GOAL OF THE EXERCISE >> Please transcribe exactly, and only, the lines of the data below between the line holding "walk_speed := 50" and the line holding "-[gd_scene load_steps=61 format=3", inclusive.

AVAILABLE RECORDS >>
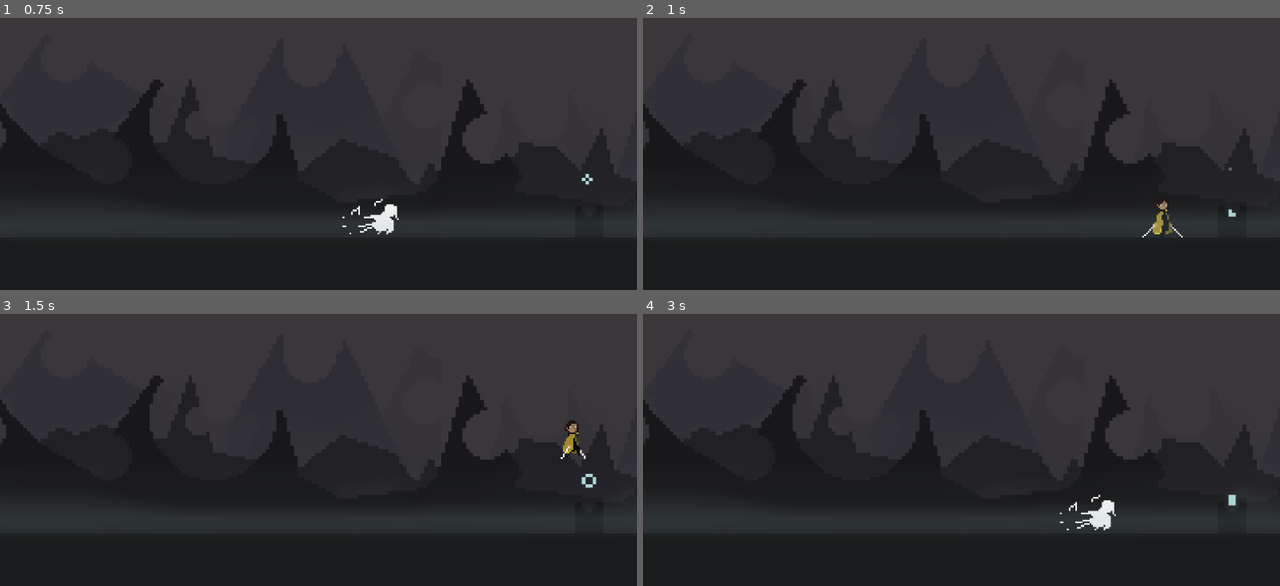
Above: before the commit, frames 1-4 (two rows, left to right).
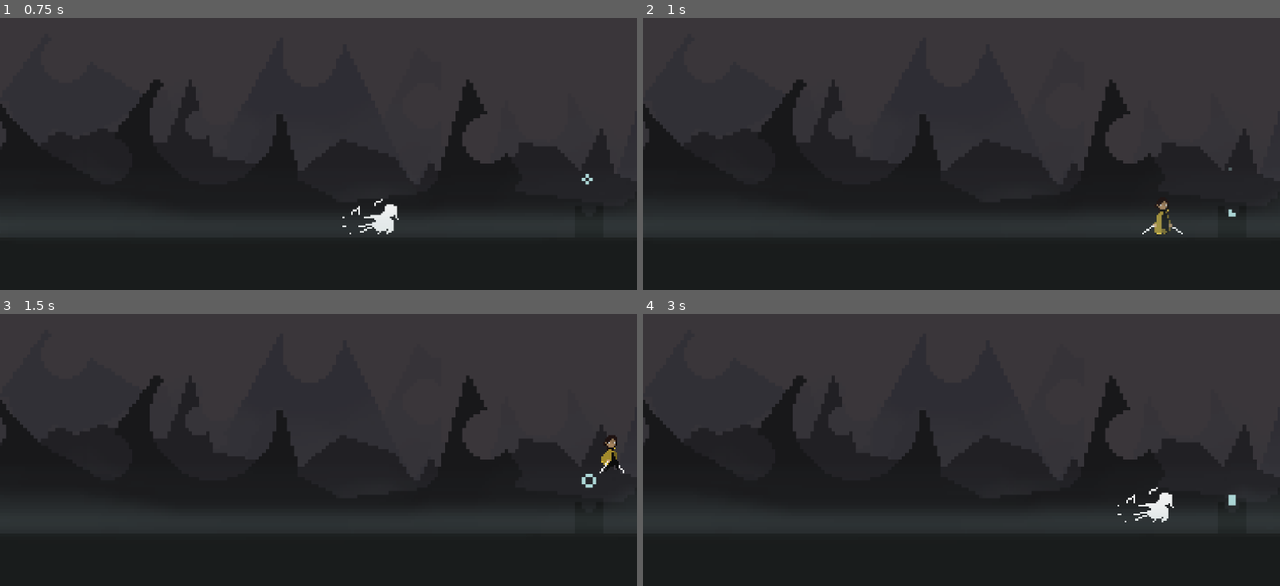
Above: after the commit, the same moments.

Repository: Dowsley/Dark
Game: Godot game, scene res://src/levels/PeaksOfLightning.tscn
Same seed, same stepped clock (60 frames per second), same inputs: the game is played once before the commit and once after it.
Inputs:
- Up to frame 1 (0.75 s): tap Enter at 0.5 s; hold Right (move_right) from 0.53 s (still down); hold X (run, bound only before the commit) from 0.53 s (still down); tap Shift (dash) at 0.6 s
- Up to frame 2 (1 s): keep holding Right (move_right); keep holding X (run, bound only before the commit); tap Up (jump) at 0.77 s
- Up to frame 3 (1.5 s): keep holding Right (move_right); tap Up (jump) at 1.07 s; release X (run, bound only before the commit) at 1.28 s; tap X (run, bound only before the commit) at 1.35 s
- Up to frame 4 (3 s): tap Up (jump) at 1.52, 1.55, 1.82, 2.1 s; release Right (move_right) at 2.03 s; hold Left (move_left) 2.03-2.78 s; tap Shift (dash) at 2.3, 2.85 s; hold Right (move_right) from 2.78 s (still down)

Frame 1 is identical in both runs. In frame 2, 0.1% of the frame differs, in the area x 78-85%, y 70-81%; in frame 3, 0.5%; in frame 4, 0.7%, in the area x 65-84%, y 63-80%.

Commit message:
Improve dash and Player FSM code

Diff:
--- a/project.godot
+++ b/project.godot
@@ -21,7 +21,6 @@
 
 [display]
 
-window/size/mode=2
 window/stretch/mode="viewport"
 
 [input]
@@ -41,11 +40,6 @@
 "events": [Object(InputEventKey,"resource_local_to_scene":false,"resource_name":"","device":-1,"window_id":0,"alt_press …(182 unchanged characters)…
 ]
 }
-run={
-"deadzone": 0.5,
-"events": [Object(InputEventKey,"resource_local_to_scene":false,"resource_name":"","device":-1,"window_id":0,"alt_pressed":false,"shift_pressed":false,"ctrl_pressed":false,"meta_pressed":false,"pressed":false,"keycode":0,"physical_keycode":88,"key_label":0,"unicode":120,"echo":false,"script":null)
-]
-}
 dash={
 "deadzone": 0.5,
 "events": [Object(InputEventKey,"resource_local_to_scene":false,"resource_name":"","device":-1,"window_id":0,"alt_press …(182 unchanged characters)…
--- a/src/entities/Player.gd
+++ b/src/entities/Player.gd
@@ -7,10 +7,9 @@
 	LEFT
 }
 
-@export var walk_speed := 20
-@export var run_speed := 50
+@export var walk_speed := 50
 @export var dash_speed := 200
-@export var jump_force := 80
+@export var jump_force := 70
 @export var gravity := 2.5
 @export_range(0.0, 1.0) var friction := 0.1
 @export_range(0.0 , 1.0) var acceleration := 0.25
--- a/src/entities/Player.tscn
+++ b/src/entities/Player.tscn
@@ -1,10 +1,9 @@
-[gd_scene load_steps=61 format=3 uid="uid://b5686bl0jqigf"]
+[gd_scene load_steps=60 format=3 uid="uid://b5686bl0jqigf"]
 
 [ext_resource type="Script" path="res://src/entities/Player.gd" id="1_2o48t"]
 [ext_resource type="Texture2D" uid="uid://cdhuh7c86q0bf" path="res://assets/The SwordMaster/Sword Master Sprite Sheet 90x37.png" id="2_1nu7f"]
 [ext_resource type="PackedScene" uid="uid://c3cs8ddklv1i2" path="res://src/entities/fsm/PlayerStateManager.tscn" id="3_h46af"]
 [ext_resource type="Script" path="res://src/entities/fsm/states/WalkState.gd" id="3_sp7vn"]
-[ext_resource type="Script" path="res://src/entities/fsm/states/RunState.gd" id="4_0rihi"]
 [ext_resource type="Script" path="res://src/entities/fsm/states/DashState.gd" id="5_wh1bf"]
 [ext_resource type="Script" path="res://src/entities/fsm/states/FallState.gd" id="6_0dldw"]
 [ext_resource type="Script" path="res://src/entities/fsm/states/JumpState.gd" id="7_wpo63"]
@@ -396,7 +395,7 @@
 "texture": SubResource("AtlasTexture_v8qta")
 }],
 "loop": true,
-"name": &"walk",
+"name": &"walk_slow",
 "speed": 10.0
 }]
 
@@ -412,7 +411,7 @@
 position = Vector2(9, -2)
 scale = Vector2(0.5, 0.5)
 sprite_frames = SubResource("SpriteFrames_wqxhw")
-animation = &"idle"
+animation = &"run"
 autoplay = "idle"
 
 [node name="PlayerStateManager" parent="." instance=ExtResource("3_h46af")]
@@ -425,18 +424,7 @@
 dash_node = NodePath("../DashState")
 idle_node = NodePath("../IdleState")
 walk_node = NodePath(".")
-run_node = NodePath("../RunState")
-animation_name = "walk"
-
-[node name="RunState" type="Node" parent="PlayerStateManager"]
-script = ExtResource("4_0rihi")
-jump_node = NodePath("../JumpState")
-fall_node = NodePath("../FallState")
-dash_node = NodePath("../DashState")
-idle_node = NodePath("../IdleState")
-walk_node = NodePath("../WalkState")
-run_node = NodePath(".")
-animation_name = "run"
+animation_name = "run_fast"
 
 [node name="DashState" type="Node" parent="PlayerStateManager"]
 script = ExtResource("5_wh1bf")
@@ -445,12 +433,11 @@
 dash_node = NodePath(".")
 idle_node = NodePath("../IdleState")
 walk_node = NodePath("../WalkState")
-run_node = NodePath("../RunState")
 animation_name = "dash"
 
 [node name="FallState" type="Node" parent="PlayerStateManager"]
 script = ExtResource("6_0dldw")
-run_node = NodePath("../RunState")
+dash_node = NodePath("../DashState")
 walk_node = NodePath("../WalkState")
 idle_node = NodePath("../IdleState")
 animation_name = "fall"
@@ -458,7 +445,7 @@
 [node name="JumpState" type="Node" parent="PlayerStateManager"]
 script = ExtResource("7_wpo63")
 fall_node = NodePath("../FallState")
-run_node = NodePath("../RunState")
+dash_node = NodePath("../DashState")
 walk_node = NodePath("../WalkState")
 idle_node = NodePath("../IdleState")
 animation_name = "jump"
@@ -468,6 +455,5 @@
 jump_node = NodePath("../JumpState")
 fall_node = NodePath("../FallState")
 walk_node = NodePath("../WalkState")
-run_node = NodePath("../RunState")
 dash_node = NodePath("../DashState")
 animation_name = "idle"
--- /dev/null
+++ b/src/entities/fsm/states/BaseMoveAirState.gd
@@ -0,0 +1,40 @@
+class_name BaseMoveAirState
+extends PlayerBaseState
+
+@export var dash_node: NodePath
+@export var walk_node: NodePath
+@export var idle_node: NodePath
+
+@onready var dash_state: BaseState = get_node(dash_node)
+@onready var walk_state: BaseState = get_node(walk_node)
+@onready var idle_state: BaseState = get_node(idle_node)
+
+func input(event: InputEvent) -> BaseState:
+	if Input.is_action_just_pressed("dash"):
+		return dash_state
+	return null
+
+func physics_process(delta: float) -> BaseState:
+	var motion := 0
+	if Input.is_action_pressed("move_left"):
+		motion = -1
+		player.set_sprite_dir(player.SPRITE_DIRS.LEFT)
+	elif Input.is_action_pressed("move_right"):
+		motion = 1
+		player.set_sprite_dir(player.SPRITE_DIRS.RIGHT)
+
+	player.velocity.y += player.gravity
+	player.velocity.x = lerp(
+		float(player.velocity.x),
+		float(motion * player.walk_speed),
+		float(player.acceleration if motion else player.friction)
+	)
+	player.move_and_slide()
+
+	if player.is_on_floor():
+		if motion != 0:
+			return walk_state
+		else:
+			return idle_state
+
+	return null
--- a/src/entities/fsm/states/BaseMoveState.gd
+++ b/src/entities/fsm/states/BaseMoveState.gd
@@ -6,14 +6,12 @@
 @export var dash_node: NodePath
 @export var idle_node: NodePath
 @export var walk_node: NodePath
-@export var run_node: NodePath
 
 @onready var jump_state: BaseState = get_node(jump_node)
 @onready var fall_state: BaseState = get_node(fall_node)
 @onready var idle_state: BaseState = get_node(idle_node)
 @onready var dash_state: BaseState = get_node(dash_node)
 @onready var walk_state: BaseState = get_node(walk_node)
-@onready var run_state: BaseState = get_node(run_node)
 
 func input(event: InputEvent) -> BaseState:
 	if Input.is_action_just_pressed("jump"):
@@ -25,25 +23,25 @@
 	return null
 
 func physics_process(delta: float) -> BaseState:
-	if !player.is_on_floor():
-		return fall_state
-
-	var move = get_movement_input()
-	if move < 0:
+	var motion := get_movement_input()
+	if motion < 0:
 		player.set_sprite_dir(player.SPRITE_DIRS.LEFT)
-	elif move > 0:
+	elif motion > 0:
 		player.set_sprite_dir(player.SPRITE_DIRS.RIGHT)
 
 	player.velocity.y += player.gravity
 	player.velocity.x = lerp(
 		float(player.velocity.x),
-		float(move * get_move_speed()),
-		float(player.acceleration if move else player.friction)
+		float(motion * get_move_speed()),
+		float(player.acceleration if motion else player.friction)
 	)
 	player.move_and_slide()
 
-	if move == 0:
+	if motion == 0:
 		return idle_state
+
+	if !player.is_on_floor():
+		return fall_state
 
 	return null
 
--- a/src/entities/fsm/states/DashState.gd
+++ b/src/entities/fsm/states/DashState.gd
@@ -24,6 +24,13 @@
 func get_movement_input() -> int:
 	return dash_direction
 
+func physics_process(delta: float) -> BaseState:
+	var new_state := super.physics_process(delta)
+	# Ignore fall state transition
+	if new_state and new_state != fall_state:
+		return new_state
+	return null
+
 # Track how long we've been dashing so we know when to exit
 func process(delta: float) -> BaseState:
 	current_dash_time -= delta
@@ -32,8 +39,6 @@
 		return null
 
 	if Input.is_action_pressed("move_left") or Input.is_action_pressed("move_right"):
-		if Input.is_action_pressed("run"):
-			return run_state
 		return walk_state
 	return idle_state
 
--- a/src/entities/fsm/states/FallState.gd
+++ b/src/entities/fsm/states/FallState.gd
@@ -1,12 +1,4 @@
-extends PlayerBaseState
-
-@export var run_node: NodePath
-@export var walk_node: NodePath
-@export var idle_node: NodePath
-
-@onready var run_state: BaseState = get_node(run_node)
-@onready var walk_state: BaseState = get_node(walk_node)
-@onready var idle_state: BaseState = get_node(idle_node)
+extends BaseMoveAirState
 
 func enter() -> void:
 	# We override any anim calls
@@ -14,21 +6,9 @@
 	pass
 
 func physics_process(delta: float) -> BaseState:
-	var motion := 0
-	if Input.is_action_pressed("move_left"):
-		motion = -1
-		player.set_sprite_dir(player.SPRITE_DIRS.LEFT)
-	elif Input.is_action_pressed("move_right"):
-		motion = 1
-		player.set_sprite_dir(player.SPRITE_DIRS.RIGHT)
-
-	player.velocity.y += player.gravity
-	#player.velocity.x = motion * player.walk_speed
-	player.velocity.x = lerp(
-		float(player.velocity.x),
-		float(motion * player.walk_speed),
-		float(player.acceleration if motion else player.friction))
-	player.move_and_slide()
+	var new_state := super.physics_process(delta)
+	if new_state:
+		return new_state
 
 	var exit_transition = Utils.is_number_in_range(
 		player.velocity.y,
@@ -38,9 +18,4 @@
 	if exit_transition:
 		player.animations.play("fall")
 
-	if player.is_on_floor():
-		if motion != 0:
-			return walk_state
-		else:
-			return idle_state
 	return null
--- a/src/entities/fsm/states/IdleState.gd
+++ b/src/entities/fsm/states/IdleState.gd
@@ -3,20 +3,16 @@
 @export var jump_node: NodePath
 @export var fall_node: NodePath
 @export var walk_node: NodePath
-@export var run_node: NodePath
 @export var dash_node: NodePath
 
 @onready var jump_state: BaseState = get_node(jump_node)
 @onready var fall_state: BaseState = get_node(fall_node)
 @onready var walk_state: BaseState = get_node(walk_node)
-@onready var run_state: BaseState = get_node(run_node)
 @onready var dash_state: BaseState = get_node(dash_node)
 
 
 func input(event: InputEvent) -> BaseState:
 	if Input.is_action_pressed("move_left") or Input.is_action_pressed("move_right"):
-		if Input.is_action_pressed("run"):
-			return run_state
 		return walk_state
 	elif Input.is_action_just_pressed("jump"):
 		return jump_state
--- a/src/entities/fsm/states/JumpState.gd
+++ b/src/entities/fsm/states/JumpState.gd
@@ -1,14 +1,8 @@
-extends PlayerBaseState
+extends BaseMoveAirState
 
 @export var fall_node: NodePath
-@export var run_node: NodePath
-@export var walk_node: NodePath
-@export var idle_node: NodePath
 
 @onready var fall_state: BaseState = get_node(fall_node)
-@onready var run_state: BaseState = get_node(run_node)
-@onready var walk_state: BaseState = get_node(walk_node)
-@onready var idle_state: BaseState = get_node(idle_node)
 
 func enter() -> void:
 	# This calls the base class enter function, which is necessary here
@@ -17,21 +11,9 @@
 	player.velocity.y = -player.jump_force
 
 func physics_process(delta: float) -> BaseState:
-	var motion := 0
-	if Input.is_action_pressed("move_left"):
-		motion = -1
-		player.set_sprite_dir(player.SPRITE_DIRS.LEFT)
-	elif Input.is_action_pressed("move_right"):
-		motion = 1
-		player.set_sprite_dir(player.SPRITE_DIRS.RIGHT)
-
-	player.velocity.y += player.gravity
-	player.velocity.x = lerp(
-		float(player.velocity.x),
-		float(motion * player.walk_speed),
-		float(player.acceleration if motion else player.friction)
-	)
-	player.move_and_slide()
+	var new_state := super.physics_process(delta)
+	if new_state:
+		return new_state
 
 	var enter_transition = Utils.is_number_in_range(
 		player.velocity.y,
@@ -44,9 +26,4 @@
 	if player.velocity.y > 0:
 		return fall_state
 
-	if player.is_on_floor():
-		if motion != 0:
-			return walk_state
-		else:
-			return idle_state
 	return null
--- a/src/entities/fsm/states/RunState.gd
+++ /dev/null
@@ -1,16 +0,0 @@
-extends BaseMoveState
-
-func get_move_speed() -> int:
-	return player.run_speed
-
-func input(event: InputEvent) -> BaseState:
-	# First run parent code and make sure we don't need to exit early
-	# based on its logic
-	var new_state = super.input(event)
-	if new_state:
-		return new_state
-
-	if Input.is_action_just_released("run"):
-		return walk_state
-
-	return null
--- a/src/entities/fsm/states/WalkState.gd
+++ b/src/entities/fsm/states/WalkState.gd
@@ -10,7 +10,7 @@
 	if new_state:
 		return new_state
 
-	if Input.is_action_just_pressed("run"):
-		return run_state
+	if Input.is_action_just_pressed("dash"):
+		return dash_state
 
 	return null
Not shown, changed: README.md

EXPECTED OUTPUT >>
+@export var walk_speed := 50
 @export var dash_speed := 200
-@export var jump_force := 80
+@export var jump_force := 70
 @export var gravity := 2.5
 @export_range(0.0, 1.0) var friction := 0.1
 @export_range(0.0 , 1.0) var acceleration := 0.25
--- a/src/entities/Player.tscn
+++ b/src/entities/Player.tscn
@@ -1,10 +1,9 @@
-[gd_scene load_steps=61 format=3 uid="uid://b5686bl0jqigf"]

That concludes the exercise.